Conexión Saer

Plataforma Lavardén cobija una notable muestra dedicada al narrador nacido en Serodino que pone el énfasis en su vínculo con Rosario. Martín Prieto, uno de los curadores, la caminó junto a Cultura y libros y entregó claves para valorarla. Paseo a través de una vida y obra que están destinadas a perdurar.
7 de enero 2018 · 00:00hs

Recorrer la muestra Conexión Saer es trasladarse en el tiempo hacia una genealogía afectiva, literaria y documental de este escritor santafesino autor de obras maravillosas como Cicatrices o El limonero real. En el ingreso a una de las salas de Plataforma Lavardén, el rostro de Juan José Saer nos da la bienvenida a lo que será un paseo por su universo: imágenes trazando coordenadas de lectura; documentos y fotografías que propician claves del imaginario saeriano; un despliegue visual, pictórico, auditivo. La muestra, que permanecerá hasta el 21 de enero, nos habla del escritor, de sus afectos, y de las conexiones que pueden establecerse entre su literatura, los artistas que admiró como Fernando Espino y Juan Pablo Renzi, y los vínculos con las ciudades en las que vivió, entre ellas y muy especialmente Rosario.
Si bien la sala rebosa de fotografías, el visitante no se encontrará con retratos saerianos al estilo de los reconocidísimos de Borges o de Cortázar: "Saer no ha sido un escritor fotografiado. No hay una Sara Facio, o una Alicia D'Amico, como esas fotos que conocemos de Borges, de Cortázar o de Soriano. Todos con gatos. Parece que en realidad el personaje fuera el gato", apunta entre risas Martín Prieto, curador (junto a Teresa Costantín) de la muestra.
En uno de los muros puede leerse: "Dicho esto, sí, nací en Serodino, provincia de Santa Fe, el 28 de junio de 1937. Mis padres eran inmigrantes sirios. Nos trasladamos a Santa Fe en enero de 1949. En 1962 me fui a vivir al campo, a Colastiné Norte, y en 1968, por muchas razones diferentes, voluntarias e involuntarias, a París. Tales son los hechos más salientes de mi biografía".

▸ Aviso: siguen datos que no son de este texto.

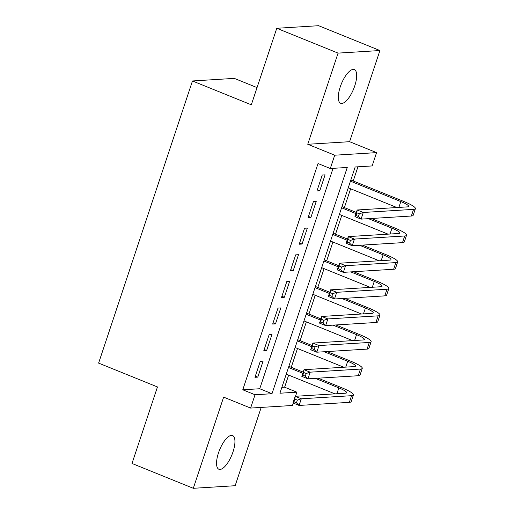 <?xml version="1.0" encoding="UTF-8"?>
<svg xmlns="http://www.w3.org/2000/svg" width="514" height="514" viewBox="0 0 514 514"><rect width="100%" height="100%" fill="white"/><g stroke="black" fill="none" stroke-linecap="round" stroke-linejoin="round"><path stroke-width="0.77" d="M232.977 451.96A18.189 6.643 112.1 0 0 232.572 435.551A18.189 6.643 112.1 0 0 218.501 452.853A18.189 6.643 112.1 0 0 218.913 469.263A18.189 6.643 112.1 0 0 232.977 451.96M354.724 85.979A18.189 6.643 112.1 0 0 354.313 69.563A18.189 6.643 112.1 0 0 340.249 86.872A18.189 6.643 112.1 0 0 340.66 103.282A18.189 6.643 112.1 0 0 354.724 85.979M281.858 387.376L284.621 387.209L296.88 392.176L295.511 396.281M293.256 403.079L292.453 405.482L250.607 408.065L255.034 394.752L271.996 393.711L347.258 167.461L330.296 168.508L334.723 155.202L376.569 152.619L372.142 165.932L355.174 166.973L279.918 393.223L296.88 392.176M257.039 87.592L234.313 78.385L192.467 80.968L98.611 363.109L157.457 386.946L132.002 463.467L193.309 488.3L235.155 485.717L261.202 407.409M192.467 80.968L251.314 104.805L276.77 28.283L318.622 25.7L379.923 50.533L338.077 53.109L307.751 144.273L334.723 155.202M307.751 144.273L349.597 141.697L379.923 50.533M349.597 141.697L376.569 152.619M284.621 387.209L288.643 375.111M291.245 367.292L297.497 348.492M300.099 340.673L306.357 321.873M308.953 314.054L315.21 295.254M317.806 287.442L324.064 268.642M326.666 260.823L332.918 242.023M335.52 234.204L341.771 215.405M344.374 207.585L350.625 188.786M353.227 180.973L357.937 166.806M276.77 28.283L338.077 53.109M260.27 361.336L254.957 377.302L257.784 377.128L263.097 361.162L260.27 361.336M269.124 334.717L263.81 350.689L266.637 350.516L271.951 334.543L269.124 334.717M277.978 308.098L272.664 324.071L275.491 323.897L280.805 307.925L277.978 308.098M286.831 281.486L281.518 297.452L284.345 297.278L289.658 281.312L286.831 281.486M295.685 254.867L290.371 270.839L293.198 270.66L298.512 254.693L295.685 254.867M304.539 228.248L299.225 244.221L302.059 244.047L307.366 228.075L304.539 228.248M313.392 201.629L308.085 217.602L310.912 217.428L316.219 201.456L313.392 201.629M330.296 168.508L318.031 163.542L242.775 389.785L259.737 388.745L333.053 168.341M322.252 175.017L316.939 190.983L319.766 190.81L325.079 174.844L322.252 175.017M250.607 408.065L223.635 397.136L193.309 488.3M242.775 389.785L255.034 394.752M259.737 388.745L271.996 393.711M317.324 189.82L319.766 190.81M308.471 216.439L310.912 217.428M299.617 243.058L302.059 244.047M290.763 269.677L293.198 270.66M281.903 296.289L284.345 297.278M273.05 322.908L275.491 323.897M264.196 349.526L266.637 350.516M255.342 376.139L257.784 377.128M359.312 213.811L356.857 212.815L355.971 215.482L358.425 216.471L359.312 213.811L363.282 212.468L361.072 219.125L354.943 216.638L357.153 209.988L363.282 212.468L413.558 209.371A21.312 3.418 18.4 0 0 415.389 208.645A21.312 3.418 18.4 0 0 403.651 201.398L350.844 180.003M350.458 181.166L400.824 201.572A14.212 2.274 -161.6 0 1 408.649 206.403A14.212 2.274 -161.6 0 1 407.429 206.885L357.153 209.988L356.857 212.815M348.241 187.822L396.904 207.534M358.425 216.471L361.072 219.125L411.348 216.021A21.312 3.418 18.4 0 0 413.179 215.302L415.389 208.645M354.943 216.638L355.971 215.482M350.458 240.43L348.004 239.434L347.117 242.094L349.571 243.09L350.458 240.43L354.429 239.087L352.219 245.737L346.083 243.257L348.299 236.601L354.429 239.087L404.704 235.984A21.312 3.418 18.4 0 0 406.535 235.264A21.312 3.418 18.4 0 0 394.797 228.017L371.288 218.495M356.337 212.436L341.99 206.622M341.598 207.784L355.951 213.599M368.461 218.668L391.97 228.19A14.212 2.274 -161.6 0 1 399.796 233.022A14.212 2.274 -161.6 0 1 398.575 233.504L348.299 236.601L348.004 239.434M339.388 214.441L388.051 234.153M349.571 243.09L352.219 245.737L402.488 242.64A21.312 3.418 18.4 0 0 404.325 241.921L406.535 235.264M346.083 243.257L347.117 242.094M341.604 267.042L339.15 266.053L338.263 268.713L340.718 269.709L341.604 267.042L345.575 265.699L343.358 272.356L337.229 269.876L339.446 263.219L345.575 265.699L395.851 262.603A21.312 3.418 18.4 0 0 397.682 261.883A21.312 3.418 18.4 0 0 385.943 254.629L362.434 245.107M347.483 239.055L333.136 233.24M332.744 234.403L347.098 240.218M359.607 245.281L383.116 254.803A14.212 2.274 -161.6 0 1 390.942 259.641A14.212 2.274 -161.6 0 1 389.721 260.123L339.446 263.219L339.15 266.053M330.534 241.06L379.197 260.771M340.718 269.709L343.358 272.356L393.634 269.259A21.312 3.418 18.4 0 0 395.472 268.533L397.682 261.883M337.229 269.876L338.263 268.713M332.744 293.661L330.296 292.665L329.41 295.332L331.864 296.321L332.744 293.661L336.721 292.318L334.505 298.975L328.375 296.488L330.592 289.838L336.721 292.318L386.997 289.221A21.312 3.418 18.4 0 0 388.828 288.495A21.312 3.418 18.4 0 0 377.09 281.248L353.581 271.726M338.63 265.667L324.276 259.859M323.891 261.022L338.244 266.83M350.754 271.9L374.263 281.421A14.212 2.274 -161.6 0 1 382.088 286.253A14.212 2.274 -161.6 0 1 380.868 286.735L330.592 289.838L330.296 292.665M321.68 267.672L370.343 287.384M331.864 296.321L334.505 298.975L384.78 295.871A21.312 3.418 18.4 0 0 386.618 295.152L388.828 288.495M328.375 296.488L329.41 295.332M323.891 320.28L321.443 319.284L320.556 321.944L323.01 322.94L323.891 320.28L327.868 318.937L325.651 325.593L319.522 323.107L321.738 316.451L327.868 318.937L378.143 315.84A21.312 3.418 18.4 0 0 379.974 315.114A21.312 3.418 18.4 0 0 368.236 307.867L344.727 298.345M329.776 292.286L315.423 286.471M315.037 287.634L329.39 293.449M341.9 298.518L365.403 308.04A14.212 2.274 -161.6 0 1 373.235 312.872A14.212 2.274 -161.6 0 1 372.007 313.354L321.738 316.451L321.443 319.284M312.827 294.291L361.49 314.003M323.01 322.94L325.651 325.593L375.927 322.49A21.312 3.418 18.4 0 0 377.758 321.77L379.974 315.114M319.522 323.107L320.556 321.944M315.037 346.899L312.589 345.903L311.702 348.563L314.15 349.559L315.037 346.899L319.014 345.556L316.797 352.206L310.668 349.726L312.885 343.069L319.014 345.556L369.29 342.452A21.312 3.418 18.4 0 0 371.121 341.733A21.312 3.418 18.4 0 0 359.376 334.479L335.873 324.964M320.922 318.905L306.569 313.09M306.183 314.253L320.537 320.068M333.046 325.137L356.549 334.659A14.212 2.274 -161.6 0 1 364.381 339.491A14.212 2.274 -161.6 0 1 363.154 339.972L312.885 343.069L312.589 345.903M303.973 320.909L352.63 340.621M314.15 349.559L316.797 352.206L367.073 349.109A21.312 3.418 18.4 0 0 368.904 348.389L371.121 341.733M310.668 349.726L311.702 348.563M306.183 373.511L303.729 372.521L302.849 375.181L305.297 376.177L306.183 373.511L310.16 372.168L307.944 378.824L301.814 376.344L304.025 369.688L310.16 372.168L360.43 369.071A21.312 3.418 18.4 0 0 362.267 368.352A21.312 3.418 18.4 0 0 350.522 361.098L327.02 351.576M312.069 345.524L297.715 339.709M297.33 340.872L311.677 346.687M324.193 351.749L347.695 361.271A14.212 2.274 -161.6 0 1 355.527 366.109A14.212 2.274 -161.6 0 1 354.3 366.591L304.025 369.688L303.729 372.521M295.113 347.528L343.776 367.234M305.297 376.177L307.944 378.824L358.219 375.728A21.312 3.418 18.4 0 0 360.051 375.002L362.267 368.352M301.814 376.344L302.849 375.181M297.33 400.13L294.875 399.134L293.995 401.8L296.443 402.79L297.33 400.13L301.3 398.787L299.09 405.443L292.961 402.957L295.171 396.307L301.3 398.787L351.576 395.69A21.312 3.418 18.4 0 0 353.414 394.964A21.312 3.418 18.4 0 0 341.669 387.717L318.166 378.195M303.215 372.136L288.862 366.328M288.476 367.491L302.823 373.299M315.339 378.368L338.842 387.89A14.212 2.274 -161.6 0 1 346.667 392.722A14.212 2.274 -161.6 0 1 345.447 393.204L295.171 396.307L294.875 399.134M286.259 374.141L334.922 393.852M296.443 402.79L299.09 405.443L349.366 402.34A21.312 3.418 18.4 0 0 351.197 401.62L353.414 394.964M292.961 402.957L293.995 401.8M400.824 201.572L398.877 207.412M413.558 209.371L411.348 216.021M391.97 228.19L390.023 234.031M404.704 235.984L402.488 242.64M383.116 254.803L381.17 260.649M395.851 262.603L393.634 269.259M374.263 281.421L372.316 287.262M386.997 289.221L384.78 295.871M365.403 308.04L363.462 313.881M378.143 315.84L375.927 322.49M356.549 334.659L354.609 340.499M369.29 342.452L367.073 349.109M347.695 361.271L345.755 367.118M360.43 369.071L358.219 375.728M338.842 387.89L336.901 393.73M351.576 395.69L349.366 402.34"/></g></svg>
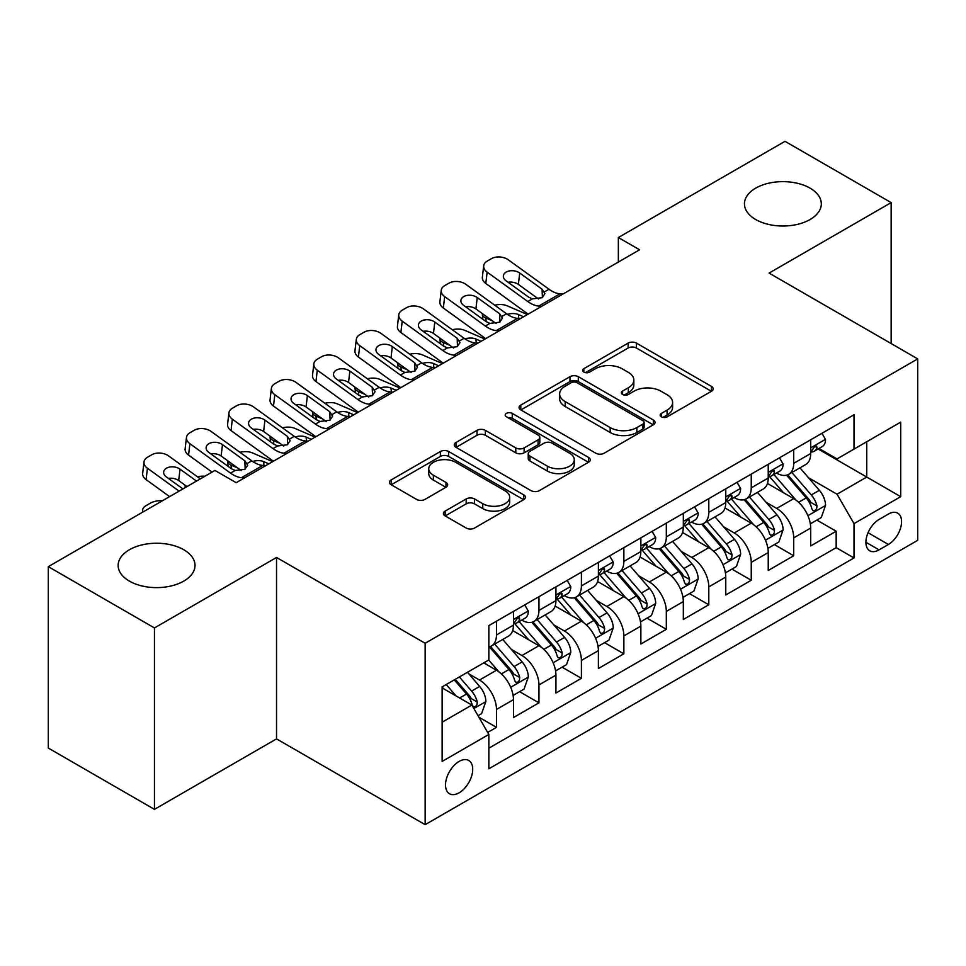 <?xml version="1.0" encoding="UTF-8"?>
<svg xmlns="http://www.w3.org/2000/svg" width="966" height="966" viewBox="0 0 966 966"><rect width="100%" height="100%" fill="white"/><g stroke="black" fill="none" stroke-linecap="round" stroke-linejoin="round"><path stroke-width="1.45" d="M661.348 416.817A4.13 2.379 0 0 0 667.192 416.817L711.471 391.254A5.893 3.405 0 0 0 713.198 388.839A5.893 3.405 0 0 0 711.471 386.436L636.449 343.123A5.893 3.405 0 0 0 628.117 343.123L583.826 368.698A4.13 2.379 0 0 0 582.619 370.376A4.13 2.379 0 0 0 583.826 372.055A4.13 2.379 0 0 0 589.658 372.055L595.394 368.746A18.861 10.892 0 0 1 622.068 368.746L628.323 372.357A18.861 10.892 0 0 1 633.841 380.061A18.861 10.892 0 0 1 628.323 387.764L622.587 391.073A4.13 2.379 0 0 0 621.38 392.751A4.13 2.379 0 0 0 622.587 394.442A4.13 2.379 0 0 0 628.431 394.442L634.155 391.133A18.861 10.892 0 0 1 660.829 391.133L667.083 394.744A18.861 10.892 0 0 1 672.602 402.436A18.861 10.892 0 0 1 667.083 410.139L661.348 413.448A4.13 2.379 0 0 0 660.14 415.139A4.13 2.379 0 0 0 661.348 416.817L661.348 413.448M183.757 549.739A38.435 22.194 0 0 0 141.869 544.933A38.435 22.194 0 0 0 118.142 565.436A38.435 22.194 0 0 0 129.396 581.121A38.435 22.194 0 0 0 171.284 585.927A38.435 22.194 0 0 0 195.011 565.436A38.435 22.194 0 0 0 183.757 549.739M810.063 188.141A38.435 22.194 0 0 0 768.175 183.335A38.435 22.194 0 0 0 744.448 203.838A38.435 22.194 0 0 0 755.714 219.524A38.435 22.194 0 0 0 797.59 224.329A38.435 22.194 0 0 0 821.317 203.838A38.435 22.194 0 0 0 810.063 188.141M459.116 792.808A19.211 11.097 120 0 0 471.674 775.879A19.211 11.097 120 0 0 468.727 760.471A19.211 11.097 120 0 0 459.116 761.425A19.211 11.097 120 0 0 446.558 778.367A19.211 11.097 120 0 0 449.504 793.762A19.211 11.097 120 0 0 459.116 792.808M445.145 511.086A5.893 3.405 0 0 0 443.418 513.489A5.893 3.405 0 0 0 445.145 515.892L466.192 528.052A5.893 3.405 0 0 0 474.523 528.052L523.705 499.651A5.893 3.405 0 0 0 525.432 497.249A5.893 3.405 0 0 0 523.705 494.846L448.683 451.533A5.893 3.405 0 0 0 440.351 451.533L391.17 479.921A5.893 3.405 0 0 0 389.443 482.336A5.893 3.405 0 0 0 391.17 484.739L416.588 499.41A5.893 3.405 0 0 0 424.931 499.41L445.978 487.262A5.893 3.405 0 0 0 447.705 484.86A5.893 3.405 0 0 0 445.978 482.445L433.372 475.175A15.77 9.105 0 0 1 428.747 468.739A15.77 9.105 0 0 1 438.479 460.323A15.77 9.105 0 0 1 455.662 462.291L505.061 490.813A15.77 9.105 0 0 1 509.674 497.249A15.77 9.105 0 0 1 499.941 505.665A15.77 9.105 0 0 1 482.759 503.684L474.523 498.939A5.893 3.405 0 0 0 466.192 498.939L445.145 511.086L445.145 515.892M276.53 557.467L154.451 627.948L48.3 566.656L48.3 748.07L154.451 809.351L276.53 738.881L425.149 824.674L425.149 643.259L276.53 557.467L276.53 738.881M891.159 343.57L891.159 202.606L769.081 273.088L917.7 358.893L425.149 643.259M891.159 202.606L785.008 141.326L618.349 237.539L618.349 262.064M48.3 566.656L214.959 470.43L236.187 482.698L639.577 249.796L618.349 237.539M595.817 453.211A5.893 3.405 0 0 0 604.148 453.211L653.33 424.823A5.893 3.405 0 0 0 655.057 422.408A5.893 3.405 0 0 0 653.33 420.005L578.308 376.692A5.893 3.405 0 0 0 569.976 376.692L520.795 405.092A5.893 3.405 0 0 0 519.068 407.495A5.893 3.405 0 0 0 520.795 409.898L595.817 453.211M508.056 417.71A4.13 2.379 0 0 1 512.246 418.29L512.246 413.388L588.523 457.425A5.893 3.405 0 0 1 590.25 459.828A5.893 3.405 0 0 1 588.523 462.243L539.342 490.631A5.893 3.405 0 0 1 530.998 490.631L455.976 447.318L455.976 442.5A5.893 3.405 0 0 0 454.249 444.915A5.893 3.405 0 0 0 455.976 447.318M455.976 442.5L477.023 430.353A5.893 3.405 0 0 1 485.367 430.353L515.784 447.922A5.893 3.405 0 0 0 524.127 447.922L538.086 439.856A5.893 3.405 0 0 0 539.813 437.453A5.893 3.405 0 0 0 538.086 435.05L506.413 416.757A4.13 2.379 0 0 1 505.206 415.078A4.13 2.379 0 0 1 507.754 412.868A4.13 2.379 0 0 1 512.246 413.388M487.673 732.445L496.476 727.35L478.858 717.183M468.836 673.882L479.498 680.04A24.017 13.862 60 0 1 496.476 709.455L513.465 699.65L513.465 717.545L538.943 702.837L519.623 691.68M511.292 649.369L521.954 655.528A24.017 13.862 60 0 1 538.943 684.942L555.933 675.137L555.933 693.033L581.399 678.325L562.079 667.168M553.76 624.857L564.422 631.003A24.017 13.862 60 0 1 581.399 660.43L598.389 650.625L598.389 668.52L623.867 653.813L604.547 642.656M596.215 600.345L606.877 606.491A24.017 13.862 60 0 1 623.867 635.918L640.856 626.101L640.856 644.008L666.323 629.289L647.003 618.143M638.683 575.821L649.345 581.979A24.017 13.862 60 0 1 666.323 611.393L683.312 601.589L683.312 619.484L708.79 604.776L689.47 593.619M681.139 551.308L691.801 557.467A24.017 13.862 60 0 1 708.79 586.881L725.768 577.076L725.768 594.971L751.246 580.264L731.926 569.107M723.606 526.796L734.269 532.954A24.017 13.862 60 0 1 751.246 562.369L768.236 552.564L768.236 570.459L793.714 555.752L793.714 537.857A24.017 13.862 -120 0 0 776.724 508.43L766.062 502.284M774.394 544.595L793.714 555.752M513.465 699.65A24.017 13.862 -120 0 0 496.476 670.235L483.737 662.881M555.933 675.137A24.017 13.862 -120 0 0 538.943 645.723L512.68 630.557M598.389 650.625A24.017 13.862 -120 0 0 581.399 621.198L555.148 606.044M640.856 626.101A24.017 13.862 -120 0 0 623.867 596.686L597.604 581.532M683.312 601.589A24.017 13.862 -120 0 0 666.323 572.174L640.072 557.008M725.768 577.076A24.017 13.862 -120 0 0 708.79 547.662L682.527 532.495M768.236 552.564A24.017 13.862 -120 0 0 751.246 523.149L724.995 507.983M888.406 514.069L879.06 519.466A18.62 10.747 120 0 0 866.9 535.876A18.62 10.747 120 0 0 869.75 550.789A18.62 10.747 120 0 0 879.06 549.871L888.406 544.474A18.62 10.747 120 0 0 900.566 528.064A18.62 10.747 120 0 0 897.704 513.151A18.62 10.747 120 0 0 888.406 514.069M425.149 824.674L917.7 540.308L917.7 358.893M442.126 722.206L471.855 705.047L488.844 734.462L488.844 768.779L854.004 557.95L854.004 523.632L837.027 494.218L808.53 477.759M488.844 734.462L442.126 761.425L442.126 686.898L488.844 659.935L488.844 625.618L854.004 414.788L854.004 449.105L900.71 422.142L900.71 496.669L854.004 523.632M521.737 620.1L521.954 620.22A24.017 13.862 60 0 0 533.969 621.416L550.958 611.611A24.017 13.862 -120 0 0 555.933 600.611L555.933 586.881M564.192 595.575L564.422 595.708A24.017 13.862 60 0 0 576.424 596.891L593.414 587.087A24.017 13.862 -120 0 0 598.389 576.098L598.389 562.369M606.66 571.063L606.877 571.196A24.017 13.862 60 0 0 618.892 572.379L635.882 562.574A24.017 13.862 -120 0 0 640.856 551.586L640.856 537.857M649.116 546.551L649.345 546.671A24.017 13.862 60 0 0 661.348 547.867L678.337 538.062A24.017 13.862 -120 0 0 683.312 527.062L683.312 513.332M691.584 522.038L691.801 522.159A24.017 13.862 60 0 0 703.816 523.355L720.805 513.55A24.017 13.862 -120 0 0 725.768 502.549L725.768 488.82M734.039 497.514L734.269 497.647A24.017 13.862 60 0 0 746.271 498.842L763.261 489.025A24.017 13.862 -120 0 0 768.236 478.037L768.236 464.308M488.844 748.191L836.17 547.662L836.17 531.24L810.691 545.947L810.691 528.052A24.017 13.862 -120 0 0 793.714 498.625L767.451 483.471M776.507 473.002L776.724 473.135A24.017 13.862 -120 0 0 788.739 474.318A24.017 13.862 -120 0 0 793.714 463.33L793.714 449.601M788.739 474.318L805.716 464.513A24.017 13.862 -120 0 0 810.691 453.525L810.691 439.796M496.476 621.198L496.476 634.928A24.017 13.862 60 0 1 491.501 645.928A24.017 13.862 60 0 1 488.844 646.894M491.501 645.928L508.49 636.123A24.017 13.862 -120 0 0 513.465 625.123L513.465 611.393M538.943 596.686L538.943 610.415A24.017 13.862 60 0 1 533.969 621.416M581.399 572.174L581.399 585.903A24.017 13.862 60 0 1 576.424 596.891M623.867 547.662L623.867 561.391A24.017 13.862 60 0 1 618.892 572.379M666.323 523.137L666.323 536.867A24.017 13.862 60 0 1 661.348 547.867M708.79 498.625L708.79 512.354A24.017 13.862 60 0 1 703.816 523.355M751.246 474.113L751.246 487.842A24.017 13.862 60 0 1 746.271 498.842M751.246 562.369L751.246 580.264M708.79 586.881L708.79 604.776M666.323 611.393L666.323 629.289M623.867 635.918L623.867 653.813M581.399 660.43L581.399 678.325M538.943 684.942L538.943 702.837M496.476 709.455L496.476 727.35M471.855 705.047L442.126 687.889M837.027 494.218L866.743 477.059L866.743 441.752L900.71 422.142M818.117 448.985L900.71 496.669M818.963 448.49L837.027 458.91L854.004 449.105M154.451 627.948L154.451 809.351M816.85 520.082L836.17 531.24M836.17 547.662L854.004 557.95M663.002 417.397L667.083 415.042A18.861 10.892 0 0 0 672.602 407.338L672.602 402.436M633.841 380.061L633.841 384.963A18.861 10.892 0 0 1 628.323 392.667L624.241 395.022M711.387 391.302L636.449 348.026A5.893 3.405 0 0 0 628.117 348.026L585.481 372.647M653.245 424.859L578.308 381.594A5.893 3.405 0 0 0 569.976 381.594L520.867 409.946M642.909 424.098A4.13 2.379 0 0 0 644.117 422.408A4.13 2.379 0 0 0 642.909 420.729L577.052 382.705A4.13 2.379 0 0 0 571.22 382.705L565.182 386.195A18.861 10.892 0 0 0 559.652 393.899A18.861 10.892 0 0 0 565.182 401.602L610.186 427.588A18.861 10.892 0 0 0 636.86 427.588L642.909 424.098L642.909 429.001A4.13 2.379 0 0 0 644.117 427.31L644.117 422.408M559.652 393.899L559.652 398.801A18.861 10.892 0 0 0 565.182 406.505L565.182 401.602M642.909 429.001L636.86 432.49A18.861 10.892 0 0 1 610.186 432.49L565.182 406.505M456.061 447.367L477.023 435.255L477.023 430.353M539.813 437.453L539.813 442.356A5.893 3.405 0 0 1 538.086 444.758L524.127 452.825A5.893 3.405 0 0 1 515.784 452.825L485.367 435.255A5.893 3.405 0 0 0 477.023 435.255M512.246 418.29L588.439 462.279M547.36 466.143A15.77 9.105 0 0 0 564.542 468.124A15.77 9.105 0 0 0 574.275 459.707A15.77 9.105 0 0 0 569.662 453.271L552.262 443.225A5.893 3.405 0 0 0 543.918 443.225L529.96 451.291A5.893 3.405 0 0 0 528.233 453.694A5.893 3.405 0 0 0 529.96 456.097L547.36 466.143L547.36 471.046A15.77 9.105 0 0 0 564.542 473.026A15.77 9.105 0 0 0 574.275 464.61L574.275 459.707M528.233 453.694L528.233 458.596A5.893 3.405 0 0 0 529.96 460.999L529.96 456.097M547.36 471.046L529.96 460.999M509.674 497.249L509.674 502.151A15.77 9.105 0 0 1 499.941 510.567A15.77 9.105 0 0 1 482.759 508.587L474.523 503.841A5.893 3.405 0 0 0 466.192 503.841L445.217 515.941M428.747 468.739L428.747 473.642A15.77 9.105 0 0 0 433.372 480.078L433.372 475.175M445.894 487.311L433.372 480.078M523.632 499.7L448.683 456.435A5.893 3.405 0 0 0 440.351 456.435L391.242 484.787M810.341 523.838L821.317 517.51L825.556 505.242A15.915 9.189 -120 0 0 819.361 490.305L799.957 467.846M527.424 314.554L507.029 305.751A12.015 6.013 -5.9 0 0 494.737 305.22M796.069 500.183L773.899 474.511M492.394 320.857L485.801 318.007L486.176 321.666M783.45 492.708L770.59 477.808A38.133 22.013 -120 0 0 769.407 476.48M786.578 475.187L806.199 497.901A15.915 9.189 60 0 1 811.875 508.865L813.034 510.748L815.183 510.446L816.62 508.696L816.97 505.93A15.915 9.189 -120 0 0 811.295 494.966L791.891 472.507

El recorrido Conexión Saer incluye elementos que dialogan sobre sus afectos, su poética y el territorio que la sostiene: un cuaderno (el único que no pertenece a la Universidad de Princeton) que incluye inéditos y borradores de juventud, anteriores a 1960. Entre ellos, una versión del cuento El tango del viudo. Una carta de Saer a su madre y a su hermana Mabel, escrita en París, en septiembre de 1969. Otra que el escritor envía en 1982 a la Fundación Guggenheim. En ella relata el argumento de Glosa para solicitar la reconocida beca, que le fuera denegada. También puede apreciarse un ejemplar de The picture of Dorian Gray, de Oscar Wilde, que el juez Ernesto López Garay traduce en Cicatrices.
Además, en soportes audiovisuales, se oyen las voces de Beatriz Sarlo y Martín Kohan analizando la poética saeriana.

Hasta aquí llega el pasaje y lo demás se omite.